ABOUT THIS EXERCISE
Output all records exactly.

[Excerpts from a dataset]
+ + + + +
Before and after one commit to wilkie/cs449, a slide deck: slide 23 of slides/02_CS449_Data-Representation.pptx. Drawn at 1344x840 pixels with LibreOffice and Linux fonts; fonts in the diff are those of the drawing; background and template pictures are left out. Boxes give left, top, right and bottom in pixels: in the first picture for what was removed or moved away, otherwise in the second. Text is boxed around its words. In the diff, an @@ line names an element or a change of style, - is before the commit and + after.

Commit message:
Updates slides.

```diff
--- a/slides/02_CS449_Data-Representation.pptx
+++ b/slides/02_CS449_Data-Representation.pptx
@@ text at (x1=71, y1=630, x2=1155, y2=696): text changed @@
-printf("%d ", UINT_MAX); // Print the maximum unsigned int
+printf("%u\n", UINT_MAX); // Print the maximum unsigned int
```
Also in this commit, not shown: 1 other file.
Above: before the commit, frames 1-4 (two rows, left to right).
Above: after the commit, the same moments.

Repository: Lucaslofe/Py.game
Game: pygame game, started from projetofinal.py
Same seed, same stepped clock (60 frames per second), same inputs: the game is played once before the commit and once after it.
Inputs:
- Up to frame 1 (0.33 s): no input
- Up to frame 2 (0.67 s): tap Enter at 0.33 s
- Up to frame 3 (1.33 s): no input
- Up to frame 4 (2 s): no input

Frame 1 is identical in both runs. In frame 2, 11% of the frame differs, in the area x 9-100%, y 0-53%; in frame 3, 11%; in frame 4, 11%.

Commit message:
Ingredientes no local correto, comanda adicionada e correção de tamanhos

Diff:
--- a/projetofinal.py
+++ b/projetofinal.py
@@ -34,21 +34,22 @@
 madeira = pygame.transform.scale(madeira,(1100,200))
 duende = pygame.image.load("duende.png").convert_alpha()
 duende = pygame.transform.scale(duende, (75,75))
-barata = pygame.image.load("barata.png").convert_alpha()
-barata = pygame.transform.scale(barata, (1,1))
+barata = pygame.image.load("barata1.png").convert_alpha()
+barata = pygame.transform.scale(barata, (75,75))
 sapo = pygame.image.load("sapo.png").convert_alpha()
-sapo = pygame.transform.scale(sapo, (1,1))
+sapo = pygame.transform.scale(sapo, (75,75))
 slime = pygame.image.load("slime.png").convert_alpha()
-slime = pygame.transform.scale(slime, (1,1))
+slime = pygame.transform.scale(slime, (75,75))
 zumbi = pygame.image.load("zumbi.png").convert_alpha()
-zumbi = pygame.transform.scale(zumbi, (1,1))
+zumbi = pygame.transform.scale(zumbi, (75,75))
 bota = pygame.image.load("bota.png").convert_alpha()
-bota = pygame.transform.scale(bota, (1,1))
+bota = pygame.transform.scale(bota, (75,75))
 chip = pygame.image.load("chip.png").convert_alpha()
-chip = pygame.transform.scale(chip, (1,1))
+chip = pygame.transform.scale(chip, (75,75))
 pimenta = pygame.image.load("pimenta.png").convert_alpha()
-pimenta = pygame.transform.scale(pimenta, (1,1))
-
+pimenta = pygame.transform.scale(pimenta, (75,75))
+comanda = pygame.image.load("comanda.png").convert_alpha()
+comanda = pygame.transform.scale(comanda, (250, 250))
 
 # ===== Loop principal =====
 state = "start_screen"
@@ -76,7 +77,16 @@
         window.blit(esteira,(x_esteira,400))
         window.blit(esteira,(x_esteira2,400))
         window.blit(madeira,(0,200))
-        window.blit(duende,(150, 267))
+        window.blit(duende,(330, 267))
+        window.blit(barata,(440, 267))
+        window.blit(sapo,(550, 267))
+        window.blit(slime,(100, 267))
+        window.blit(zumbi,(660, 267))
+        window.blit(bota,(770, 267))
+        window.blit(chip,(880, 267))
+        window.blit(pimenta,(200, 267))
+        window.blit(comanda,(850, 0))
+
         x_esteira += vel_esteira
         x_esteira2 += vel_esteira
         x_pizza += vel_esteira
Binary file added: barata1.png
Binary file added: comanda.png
+ + + + +
REPLY
Before and after one commit to wilkie/cs449, a slide deck: slide 23 of slides/02_CS449_Data-Representation.pptx. Drawn at 1344x840 pixels with LibreOffice and Linux fonts; fonts in the diff are those of the drawing; background and template pictures are left out. Boxes give left, top, right and bottom in pixels: in the first picture for what was removed or moved away, otherwise in the second. Text is boxed around its words. In the diff, an @@ line names an element or a change of style, - is before the commit and + after.

Commit message:
Updates slides.

```diff
--- a/slides/02_CS449_Data-Representation.pptx
+++ b/slides/02_CS449_Data-Representation.pptx
@@ text at (x1=71, y1=630, x2=1155, y2=696): text changed @@
-printf("%d ", UINT_MAX); // Print the maximum unsigned int
+printf("%u\n", UINT_MAX); // Print the maximum unsigned int
```
Also in this commit, not shown: 1 other file.
Above: before the commit, frames 1-4 (two rows, left to right).
Above: after the commit, the same moments.

Repository: Lucaslofe/Py.game
Game: pygame game, started from projetofinal.py
Same seed, same stepped clock (60 frames per second), same inputs: the game is played once before the commit and once after it.
Inputs:
- Up to frame 1 (0.33 s): no input
- Up to frame 2 (0.67 s): tap Enter at 0.33 s
- Up to frame 3 (1.33 s): no input
- Up to frame 4 (2 s): no input

Frame 1 is identical in both runs. In frame 2, 11% of the frame differs, in the area x 9-100%, y 0-53%; in frame 3, 11%; in frame 4, 11%.

Commit message:
Ingredientes no local correto, comanda adicionada e correção de tamanhos

Diff:
--- a/projetofinal.py
+++ b/projetofinal.py
@@ -34,21 +34,22 @@
 madeira = pygame.transform.scale(madeira,(1100,200))
 duende = pygame.image.load("duende.png").convert_alpha()
 duende = pygame.transform.scale(duende, (75,75))
-barata = pygame.image.load("barata.png").convert_alpha()
-barata = pygame.transform.scale(barata, (1,1))
+barata = pygame.image.load("barata1.png").convert_alpha()
+barata = pygame.transform.scale(barata, (75,75))
 sapo = pygame.image.load("sapo.png").convert_alpha()
-sapo = pygame.transform.scale(sapo, (1,1))
+sapo = pygame.transform.scale(sapo, (75,75))
 slime = pygame.image.load("slime.png").convert_alpha()
-slime = pygame.transform.scale(slime, (1,1))
+slime = pygame.transform.scale(slime, (75,75))
 zumbi = pygame.image.load("zumbi.png").convert_alpha()
-zumbi = pygame.transform.scale(zumbi, (1,1))
+zumbi = pygame.transform.scale(zumbi, (75,75))
 bota = pygame.image.load("bota.png").convert_alpha()
-bota = pygame.transform.scale(bota, (1,1))
+bota = pygame.transform.scale(bota, (75,75))
 chip = pygame.image.load("chip.png").convert_alpha()
-chip = pygame.transform.scale(chip, (1,1))
+chip = pygame.transform.scale(chip, (75,75))
 pimenta = pygame.image.load("pimenta.png").convert_alpha()
-pimenta = pygame.transform.scale(pimenta, (1,1))
-
+pimenta = pygame.transform.scale(pimenta, (75,75))
+comanda = pygame.image.load("comanda.png").convert_alpha()
+comanda = pygame.transform.scale(comanda, (250, 250))
 
 # ===== Loop principal =====
 state = "start_screen"
@@ -76,7 +77,16 @@
         window.blit(esteira,(x_esteira,400))
         window.blit(esteira,(x_esteira2,400))
         window.blit(madeira,(0,200))
-        window.blit(duende,(150, 267))
+        window.blit(duende,(330, 267))
+        window.blit(barata,(440, 267))
+        window.blit(sapo,(550, 267))
+        window.blit(slime,(100, 267))
+        window.blit(zumbi,(660, 267))
+        window.blit(bota,(770, 267))
+        window.blit(chip,(880, 267))
+        window.blit(pimenta,(200, 267))
+        window.blit(comanda,(850, 0))
+
         x_esteira += vel_esteira
         x_esteira2 += vel_esteira
         x_pizza += vel_esteira
Binary file added: barata1.png
Binary file added: comanda.png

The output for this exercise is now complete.